The Shadow of the Glen
Synge, John Millington
The Shadow of the Glen
John Millington Synge
The Shadow of the Glen
Persons
Dan Burke, farmer and herd
Nora Burke, his wife
Michael Dara, a young herd
A Tramp
Scene
The last cottage at the head of a long glen in County Wicklow
Act I
Cottage kitchen; turf fire on the right; a bed near it against the wall with a body lying on it covered with a sheet. A door is at the other end of the room, with a low table near it, and stools, or wooden chairs. There are a couple of glasses on the table, and a bottle of whiskey, as if for a wake, with two cups, a tea-pot, and a home-made cake. There is another small door near the bed. Nora Burke is moving about the room, settling a few things and lighting candles on the table, looking now and then at the bed with an uneasy look. Someone knocks softly at the door [on the left]. She takes up a stocking with money from the table and puts it in her pocket. Then she opens the door.
TRAMP outside. Good evening to you, lady of the house.
NORA. Good evening kindly, stranger, it's a wild night, God help you, to be out in the rain falling.
TRAMP. It is surely, and I walking to Brittas from the Aughrim fair.
NORA. Is it walking on your feet, stranger?
TRAMP. On my two feet, lady of the house, and when I saw the light below I thought maybe if you'd a sup of new milk and a quiet decent corner where a man could sleep. ... He looks in past her and sees the body on the bed. The Lord have mercy on us all!
NORA. It doesn't matter any way, stranger, come in out of the rain.
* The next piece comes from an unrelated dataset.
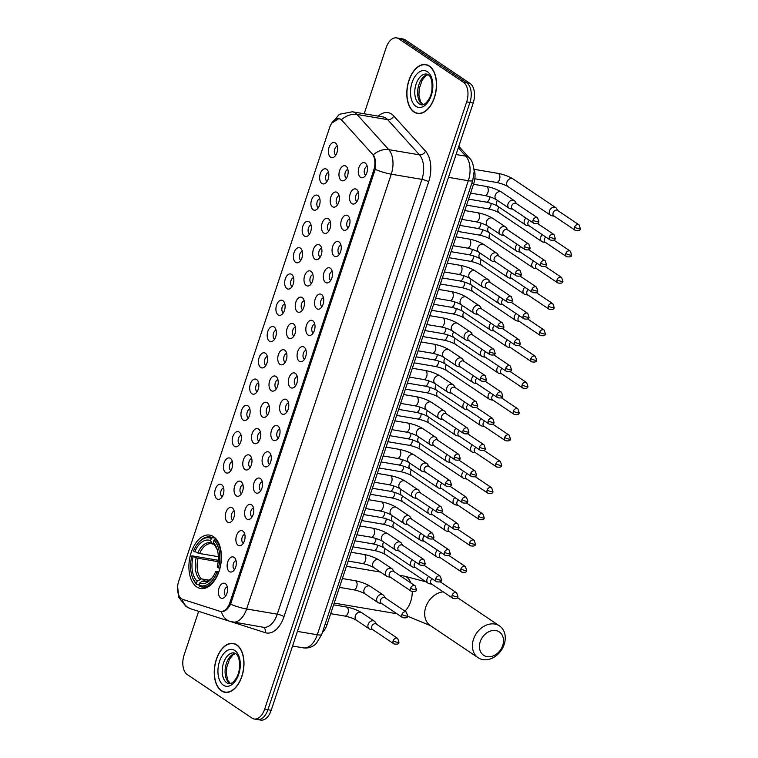 <?xml version="1.0" encoding="UTF-8"?>
<svg xmlns="http://www.w3.org/2000/svg" width="758" height="758" viewBox="0 0 758 758"><rect width="100%" height="100%" fill="white"/><g stroke="black" fill="none" stroke-linecap="round" stroke-linejoin="round"><path stroke-width="1.14" d="M196.796 586.957A27.089 15.842 -80.4 0 0 200.643 588.521A27.089 15.842 -80.4 0 0 220.076 567.884A27.089 15.842 -80.4 0 0 213.529 536.673A27.089 15.842 -80.4 0 0 209.691 535.11A27.089 15.842 -80.4 0 0 190.249 555.747A27.089 15.842 -80.4 0 0 196.796 586.957M234.089 557.348A7.665 4.482 99.6 0 1 234.791 557.973A7.665 4.482 99.6 0 1 236.145 565.212A7.665 4.482 99.6 0 1 232.479 571.608A7.665 4.482 99.6 0 1 229.352 571.579A7.665 4.482 99.6 0 1 227.779 561.811A7.665 4.482 99.6 0 1 234.089 557.348M236.051 560.617A4.595 2.691 -80.4 0 0 233.18 564.568A4.595 2.691 -80.4 0 0 234.393 569.429A4.595 2.691 -80.4 0 0 234.544 569.523M242.835 531.064A7.665 4.482 99.6 0 1 243.536 531.69A7.665 4.482 99.6 0 1 244.891 538.929A7.665 4.482 99.6 0 1 241.224 545.315A7.665 4.482 99.6 0 1 238.097 545.296A7.665 4.482 99.6 0 1 236.515 535.527A7.665 4.482 99.6 0 1 242.835 531.064M244.796 534.333A4.595 2.691 -80.4 0 0 241.925 538.275A4.595 2.691 -80.4 0 0 243.129 543.145A4.595 2.691 -80.4 0 0 243.29 543.24M251.58 504.781A7.665 4.482 99.6 0 1 252.281 505.406A7.665 4.482 99.6 0 1 253.636 512.645A7.665 4.482 99.6 0 1 249.969 519.031A7.665 4.482 99.6 0 1 246.843 519.012A7.665 4.482 99.6 0 1 245.26 509.243A7.665 4.482 99.6 0 1 251.58 504.781M253.542 508.05A4.595 2.691 -80.4 0 0 250.671 511.991A4.595 2.691 -80.4 0 0 251.874 516.861A4.595 2.691 -80.4 0 0 252.035 516.947M260.326 478.497A7.665 4.482 99.6 0 1 261.017 479.122A7.665 4.482 99.6 0 1 262.372 486.361A7.665 4.482 99.6 0 1 258.715 492.747A7.665 4.482 99.6 0 1 255.588 492.728A7.665 4.482 99.6 0 1 254.006 482.95A7.665 4.482 99.6 0 1 260.326 478.497M262.287 481.766A4.595 2.691 -80.4 0 0 259.416 485.707A4.595 2.691 -80.4 0 0 260.619 490.568A4.595 2.691 -80.4 0 0 260.771 490.663M269.062 452.204A7.665 4.482 99.6 0 1 269.763 452.829A7.665 4.482 99.6 0 1 271.118 460.078A7.665 4.482 99.6 0 1 267.46 466.464A7.665 4.482 99.6 0 1 264.334 466.445A7.665 4.482 99.6 0 1 262.751 456.667A7.665 4.482 99.6 0 1 269.062 452.204M271.023 455.482A4.595 2.691 -80.4 0 0 268.161 459.424A4.595 2.691 -80.4 0 0 269.365 464.284A4.595 2.691 -80.4 0 0 269.516 464.379M277.807 425.92A7.665 4.482 99.6 0 1 278.508 426.546A7.665 4.482 99.6 0 1 279.863 433.784A7.665 4.482 99.6 0 1 276.206 440.18A7.665 4.482 99.6 0 1 273.079 440.152A7.665 4.482 99.6 0 1 271.497 430.383A7.665 4.482 99.6 0 1 277.807 425.92M279.768 429.199A4.595 2.691 -80.4 0 0 276.897 433.14A4.595 2.691 -80.4 0 0 278.11 438.001A4.595 2.691 -80.4 0 0 278.262 438.096M286.552 399.637A7.665 4.482 99.6 0 1 287.254 400.262A7.665 4.482 99.6 0 1 288.609 407.501A7.665 4.482 99.6 0 1 284.942 413.896A7.665 4.482 99.6 0 1 281.815 413.868A7.665 4.482 99.6 0 1 280.242 404.099A7.665 4.482 99.6 0 1 286.552 399.637M288.514 402.905A4.595 2.691 -80.4 0 0 285.643 406.856A4.595 2.691 -80.4 0 0 286.856 411.717A4.595 2.691 -80.4 0 0 287.007 411.812M295.298 373.353A7.665 4.482 99.6 0 1 295.999 373.978A7.665 4.482 99.6 0 1 297.354 381.217A7.665 4.482 99.6 0 1 293.687 387.603A7.665 4.482 99.6 0 1 290.56 387.584A7.665 4.482 99.6 0 1 288.978 377.816A7.665 4.482 99.6 0 1 295.298 373.353M297.259 376.622A4.595 2.691 -80.4 0 0 294.388 380.563A4.595 2.691 -80.4 0 0 295.601 385.434A4.595 2.691 -80.4 0 0 295.753 385.528M304.043 347.069A7.665 4.482 99.6 0 1 304.744 347.695A7.665 4.482 99.6 0 1 306.099 354.934A7.665 4.482 99.6 0 1 302.433 361.32A7.665 4.482 99.6 0 1 299.306 361.301A7.665 4.482 99.6 0 1 297.723 351.532A7.665 4.482 99.6 0 1 304.043 347.069M306.005 350.338A4.595 2.691 -80.4 0 0 303.134 354.28A4.595 2.691 -80.4 0 0 304.337 359.15A4.595 2.691 -80.4 0 0 304.498 359.235M312.789 320.786A7.665 4.482 99.6 0 1 313.49 321.411A7.665 4.482 99.6 0 1 314.835 328.65A7.665 4.482 99.6 0 1 311.178 335.036A7.665 4.482 99.6 0 1 308.051 335.017A7.665 4.482 99.6 0 1 306.469 325.239A7.665 4.482 99.6 0 1 312.789 320.786M314.75 324.054A4.595 2.691 -80.4 0 0 311.879 327.996A4.595 2.691 -80.4 0 0 313.082 332.857A4.595 2.691 -80.4 0 0 313.234 332.951M321.525 294.492A7.665 4.482 99.6 0 1 322.226 295.118A7.665 4.482 99.6 0 1 323.581 302.366A7.665 4.482 99.6 0 1 319.923 308.752A7.665 4.482 99.6 0 1 316.797 308.733A7.665 4.482 99.6 0 1 315.214 298.955A7.665 4.482 99.6 0 1 321.525 294.492M323.486 297.771A4.595 2.691 -80.4 0 0 320.625 301.712A4.595 2.691 -80.4 0 0 321.828 306.573A4.595 2.691 -80.4 0 0 321.979 306.668M330.27 268.209A7.665 4.482 99.6 0 1 330.971 268.834A7.665 4.482 99.6 0 1 332.326 276.073A7.665 4.482 99.6 0 1 328.669 282.469A7.665 4.482 99.6 0 1 325.542 282.44A7.665 4.482 99.6 0 1 323.96 272.672A7.665 4.482 99.6 0 1 330.27 268.209M332.231 271.487A4.595 2.691 -80.4 0 0 329.37 275.429A4.595 2.691 -80.4 0 0 330.573 280.289A4.595 2.691 -80.4 0 0 330.725 280.384M339.016 241.925A7.665 4.482 99.6 0 1 339.717 242.551A7.665 4.482 99.6 0 1 341.072 249.789A7.665 4.482 99.6 0 1 337.405 256.185A7.665 4.482 99.6 0 1 334.278 256.157A7.665 4.482 99.6 0 1 332.705 246.388A7.665 4.482 99.6 0 1 339.016 241.925M340.977 245.194A4.595 2.691 -80.4 0 0 338.106 249.145A4.595 2.691 -80.4 0 0 339.319 254.006A4.595 2.691 -80.4 0 0 339.47 254.101M347.761 215.642A7.665 4.482 99.6 0 1 348.462 216.267A7.665 4.482 99.6 0 1 349.817 223.506A7.665 4.482 99.6 0 1 346.15 229.892A7.665 4.482 99.6 0 1 343.023 229.873A7.665 4.482 99.6 0 1 341.441 220.104A7.665 4.482 99.6 0 1 347.761 215.642M349.722 218.91A4.595 2.691 -80.4 0 0 346.851 222.852A4.595 2.691 -80.4 0 0 348.064 227.722A4.595 2.691 -80.4 0 0 348.216 227.817M356.506 189.358A7.665 4.482 99.6 0 1 357.207 189.983A7.665 4.482 99.6 0 1 358.562 197.222A7.665 4.482 99.6 0 1 354.896 203.608A7.665 4.482 99.6 0 1 351.769 203.589A7.665 4.482 99.6 0 1 350.187 193.821A7.665 4.482 99.6 0 1 356.506 189.358M358.468 192.627A4.595 2.691 -80.4 0 0 355.597 196.568A4.595 2.691 -80.4 0 0 356.8 201.439A4.595 2.691 -80.4 0 0 356.961 201.524M365.252 163.074A7.665 4.482 99.6 0 1 365.953 163.7A7.665 4.482 99.6 0 1 367.298 170.938A7.665 4.482 99.6 0 1 363.641 177.325A7.665 4.482 99.6 0 1 360.514 177.306A7.665 4.482 99.6 0 1 358.932 167.527A7.665 4.482 99.6 0 1 365.252 163.074M367.213 166.343A4.595 2.691 -80.4 0 0 364.342 170.285A4.595 2.691 -80.4 0 0 365.546 175.145A4.595 2.691 -80.4 0 0 365.707 175.24M225.344 583.632A7.665 4.482 99.6 0 1 226.045 584.257A7.665 4.482 99.6 0 1 227.4 591.496A7.665 4.482 99.6 0 1 223.733 597.891A7.665 4.482 99.6 0 1 220.606 597.863A7.665 4.482 99.6 0 1 219.034 588.094A7.665 4.482 99.6 0 1 225.344 583.632M227.305 586.91A4.595 2.691 -80.4 0 0 224.434 590.852A4.595 2.691 -80.4 0 0 225.647 595.712A4.595 2.691 -80.4 0 0 225.799 595.807M232.261 507.869A7.665 4.482 99.6 0 1 232.952 508.495A7.665 4.482 99.6 0 1 234.307 515.734A7.665 4.482 99.6 0 1 230.65 522.12A7.665 4.482 99.6 0 1 227.523 522.101A7.665 4.482 99.6 0 1 225.941 512.332A7.665 4.482 99.6 0 1 232.261 507.869M234.213 511.138A4.595 2.691 -80.4 0 0 231.351 515.08A4.595 2.691 -80.4 0 0 232.554 519.95A4.595 2.691 -80.4 0 0 232.706 520.035M240.997 481.586A7.665 4.482 99.6 0 1 241.698 482.211A7.665 4.482 99.6 0 1 243.053 489.45A7.665 4.482 99.6 0 1 239.395 495.836A7.665 4.482 99.6 0 1 236.269 495.817A7.665 4.482 99.6 0 1 234.686 486.039A7.665 4.482 99.6 0 1 240.997 481.586M242.958 484.855A4.595 2.691 -80.4 0 0 240.097 488.796A4.595 2.691 -80.4 0 0 241.3 493.657A4.595 2.691 -80.4 0 0 241.451 493.752M249.742 455.293A7.665 4.482 99.6 0 1 250.443 455.918A7.665 4.482 99.6 0 1 251.798 463.166A7.665 4.482 99.6 0 1 248.131 469.553A7.665 4.482 99.6 0 1 245.005 469.534A7.665 4.482 99.6 0 1 243.432 459.755A7.665 4.482 99.6 0 1 249.742 455.293M251.703 458.571A4.595 2.691 -80.4 0 0 248.832 462.513A4.595 2.691 -80.4 0 0 250.045 467.373A4.595 2.691 -80.4 0 0 250.197 467.468M258.487 429.009A7.665 4.482 99.6 0 1 259.189 429.634A7.665 4.482 99.6 0 1 260.544 436.873A7.665 4.482 99.6 0 1 256.877 443.269A7.665 4.482 99.6 0 1 253.75 443.24A7.665 4.482 99.6 0 1 252.177 433.472A7.665 4.482 99.6 0 1 258.487 429.009M260.449 432.287A4.595 2.691 -80.4 0 0 257.578 436.229A4.595 2.691 -80.4 0 0 258.791 441.09A4.595 2.691 -80.4 0 0 258.942 441.184M267.233 402.725A7.665 4.482 99.6 0 1 267.934 403.351A7.665 4.482 99.6 0 1 269.289 410.59A7.665 4.482 99.6 0 1 265.622 416.985A7.665 4.482 99.6 0 1 262.495 416.957A7.665 4.482 99.6 0 1 260.913 407.188A7.665 4.482 99.6 0 1 267.233 402.725M269.194 405.994A4.595 2.691 -80.4 0 0 266.323 409.945A4.595 2.691 -80.4 0 0 267.527 414.806A4.595 2.691 -80.4 0 0 267.688 414.901M275.978 376.442A7.665 4.482 99.6 0 1 276.679 377.067A7.665 4.482 99.6 0 1 278.034 384.306A7.665 4.482 99.6 0 1 274.368 390.692A7.665 4.482 99.6 0 1 271.241 390.673A7.665 4.482 99.6 0 1 269.659 380.904A7.665 4.482 99.6 0 1 275.978 376.442M277.94 379.711A4.595 2.691 -80.4 0 0 275.069 383.652A4.595 2.691 -80.4 0 0 276.272 388.522A4.595 2.691 -80.4 0 0 276.433 388.617M284.724 350.158A7.665 4.482 99.6 0 1 285.415 350.783A7.665 4.482 99.6 0 1 286.77 358.022A7.665 4.482 99.6 0 1 283.113 364.409A7.665 4.482 99.6 0 1 279.986 364.39A7.665 4.482 99.6 0 1 278.404 354.621A7.665 4.482 99.6 0 1 284.724 350.158M286.685 353.427A4.595 2.691 -80.4 0 0 283.814 357.369A4.595 2.691 -80.4 0 0 285.017 362.239A4.595 2.691 -80.4 0 0 285.169 362.324M293.46 323.874A7.665 4.482 99.6 0 1 294.161 324.5A7.665 4.482 99.6 0 1 295.516 331.739A7.665 4.482 99.6 0 1 291.858 338.125A7.665 4.482 99.6 0 1 288.732 338.106A7.665 4.482 99.6 0 1 287.149 328.328A7.665 4.482 99.6 0 1 293.46 323.874M295.421 327.143A4.595 2.691 -80.4 0 0 292.56 331.085A4.595 2.691 -80.4 0 0 293.763 335.946A4.595 2.691 -80.4 0 0 293.914 336.04M302.205 297.581A7.665 4.482 99.6 0 1 302.906 298.207A7.665 4.482 99.6 0 1 304.261 305.455A7.665 4.482 99.6 0 1 300.604 311.841A7.665 4.482 99.6 0 1 297.477 311.822A7.665 4.482 99.6 0 1 295.895 302.044A7.665 4.482 99.6 0 1 302.205 297.581M304.166 300.86A4.595 2.691 -80.4 0 0 301.296 304.801A4.595 2.691 -80.4 0 0 302.508 309.662A4.595 2.691 -80.4 0 0 302.66 309.757M310.951 271.298A7.665 4.482 99.6 0 1 311.652 271.923A7.665 4.482 99.6 0 1 313.007 279.162A7.665 4.482 99.6 0 1 309.34 285.558A7.665 4.482 99.6 0 1 306.213 285.529A7.665 4.482 99.6 0 1 304.64 275.76A7.665 4.482 99.6 0 1 310.951 271.298M312.912 274.576A4.595 2.691 -80.4 0 0 310.041 278.518A4.595 2.691 -80.4 0 0 311.254 283.378A4.595 2.691 -80.4 0 0 311.405 283.473M319.696 245.014A7.665 4.482 99.6 0 1 320.397 245.639A7.665 4.482 99.6 0 1 321.752 252.878A7.665 4.482 99.6 0 1 318.085 259.274A7.665 4.482 99.6 0 1 314.958 259.245A7.665 4.482 99.6 0 1 313.376 249.477A7.665 4.482 99.6 0 1 319.696 245.014M321.657 248.283A4.595 2.691 -80.4 0 0 318.786 252.234A4.595 2.691 -80.4 0 0 319.999 257.095A4.595 2.691 -80.4 0 0 320.151 257.189M328.441 218.73A7.665 4.482 99.6 0 1 329.143 219.356A7.665 4.482 99.6 0 1 330.497 226.595A7.665 4.482 99.6 0 1 326.831 232.981A7.665 4.482 99.6 0 1 323.704 232.962A7.665 4.482 99.6 0 1 322.122 223.193A7.665 4.482 99.6 0 1 328.441 218.73M330.403 221.999A4.595 2.691 -80.4 0 0 327.532 225.941A4.595 2.691 -80.4 0 0 328.735 230.811A4.595 2.691 -80.4 0 0 328.896 230.906M337.187 192.447A7.665 4.482 99.6 0 1 337.888 193.072A7.665 4.482 99.6 0 1 339.233 200.311A7.665 4.482 99.6 0 1 335.576 206.697A7.665 4.482 99.6 0 1 332.449 206.678A7.665 4.482 99.6 0 1 330.867 196.909A7.665 4.482 99.6 0 1 337.187 192.447M339.148 195.716A4.595 2.691 -80.4 0 0 336.277 199.657A4.595 2.691 -80.4 0 0 337.481 204.527A4.595 2.691 -80.4 0 0 337.632 204.613M345.923 166.163A7.665 4.482 99.6 0 1 346.624 166.788A7.665 4.482 99.6 0 1 347.979 174.027A7.665 4.482 99.6 0 1 344.321 180.413A7.665 4.482 99.6 0 1 341.195 180.395A7.665 4.482 99.6 0 1 339.612 170.616A7.665 4.482 99.6 0 1 345.923 166.163M347.884 169.432A4.595 2.691 -80.4 0 0 345.023 173.374A4.595 2.691 -80.4 0 0 346.226 178.234A4.595 2.691 -80.4 0 0 346.378 178.329M221.677 484.675A7.665 4.482 99.6 0 1 222.378 485.3A7.665 4.482 99.6 0 1 223.733 492.539A7.665 4.482 99.6 0 1 220.066 498.925A7.665 4.482 99.6 0 1 216.94 498.906A7.665 4.482 99.6 0 1 215.367 489.128A7.665 4.482 99.6 0 1 221.677 484.675M223.638 487.944A4.595 2.691 -80.4 0 0 220.768 491.885A4.595 2.691 -80.4 0 0 221.98 496.746A4.595 2.691 -80.4 0 0 222.132 496.841M230.423 458.382A7.665 4.482 99.6 0 1 231.124 459.007A7.665 4.482 99.6 0 1 232.479 466.255A7.665 4.482 99.6 0 1 228.812 472.641A7.665 4.482 99.6 0 1 225.685 472.622A7.665 4.482 99.6 0 1 224.103 462.844A7.665 4.482 99.6 0 1 230.423 458.382M232.384 461.66A4.595 2.691 -80.4 0 0 229.513 465.601A4.595 2.691 -80.4 0 0 230.726 470.462A4.595 2.691 -80.4 0 0 230.877 470.557M239.168 432.098A7.665 4.482 99.6 0 1 239.869 432.723A7.665 4.482 99.6 0 1 241.224 439.962A7.665 4.482 99.6 0 1 237.557 446.358A7.665 4.482 99.6 0 1 234.43 446.329A7.665 4.482 99.6 0 1 232.848 436.561A7.665 4.482 99.6 0 1 239.168 432.098M241.129 435.376A4.595 2.691 -80.4 0 0 238.258 439.318A4.595 2.691 -80.4 0 0 239.462 444.179A4.595 2.691 -80.4 0 0 239.623 444.273M247.913 405.814A7.665 4.482 99.6 0 1 248.615 406.44A7.665 4.482 99.6 0 1 249.96 413.679A7.665 4.482 99.6 0 1 246.303 420.074A7.665 4.482 99.6 0 1 243.176 420.046A7.665 4.482 99.6 0 1 241.594 410.277A7.665 4.482 99.6 0 1 247.913 405.814M249.875 409.083A4.595 2.691 -80.4 0 0 247.004 413.034A4.595 2.691 -80.4 0 0 248.207 417.895A4.595 2.691 -80.4 0 0 248.368 417.99M256.659 379.531A7.665 4.482 99.6 0 1 257.35 380.156A7.665 4.482 99.6 0 1 258.705 387.395A7.665 4.482 99.6 0 1 255.048 393.781A7.665 4.482 99.6 0 1 251.921 393.762A7.665 4.482 99.6 0 1 250.339 383.993A7.665 4.482 99.6 0 1 256.659 379.531M258.611 382.799A4.595 2.691 -80.4 0 0 255.749 386.741A4.595 2.691 -80.4 0 0 256.953 391.611A4.595 2.691 -80.4 0 0 257.104 391.706M265.395 353.247A7.665 4.482 99.6 0 1 266.096 353.872A7.665 4.482 99.6 0 1 267.451 361.111A7.665 4.482 99.6 0 1 263.793 367.497A7.665 4.482 99.6 0 1 260.667 367.478A7.665 4.482 99.6 0 1 259.084 357.71A7.665 4.482 99.6 0 1 265.395 353.247M267.356 356.516A4.595 2.691 -80.4 0 0 264.495 360.457A4.595 2.691 -80.4 0 0 265.698 365.328A4.595 2.691 -80.4 0 0 265.85 365.413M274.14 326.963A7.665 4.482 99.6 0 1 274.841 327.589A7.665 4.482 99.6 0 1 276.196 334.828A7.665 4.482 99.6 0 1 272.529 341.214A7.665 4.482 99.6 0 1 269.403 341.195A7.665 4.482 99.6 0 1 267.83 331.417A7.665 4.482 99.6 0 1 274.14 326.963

TRAMP coming in slowly and going towards the bed. Is it departed he is?
NORA. It is, stranger. He's after dying on me, God forgive him, and there I am now with a hundred sheep beyond on the hills, and no turf drawn for the winter.
TRAMP looking closely at the body. It's a queer look is on him for a man that's dead.
NORA half-humorously. He was always queer, stranger, and I suppose them that's queer and they living men will be queer bodies after.
TRAMP. Isn't it a great wonder you're letting him lie there, and he not tidied, or laid out itself?
NORA coming to the bed. I was afeard, stranger, for he put a black curse on me this morning if I'd touch his body the time he'd die sudden, or let anyone touch it except his sister only, and it's ten miles away she lives, in the big glen over the hill.
TRAMP looking at her and nodding slowly. It's a queer story he wouldn't let his own wife touch him, and he dying quiet in his bed.
NORA. He was an old man, and an odd man, stranger, and it's always up on the hills he was, thinking thoughts in the dark mist. She pulls back a bit [more] of the sheet. Lay your hand on him now, and tell me if it's cold he is surely.
TRAMP. Is it getting the curse on me you'd be, woman of the house? I wouldn't lay my hand on him for the Lough Nahanagan and it filled with gold.
NORA looking uneasily at the body. Maybe cold would be no sign of death with the like of him, for he was always cold, every day since I knew him, – and every night, stranger – she covers up his face and comes away from the bed; but I'm thinking it's dead he is surely, for he's complaining a while back of a pain in his heart, and this morning, the time he was going off to Brittas for three days or four, he was taken with a sharp turn.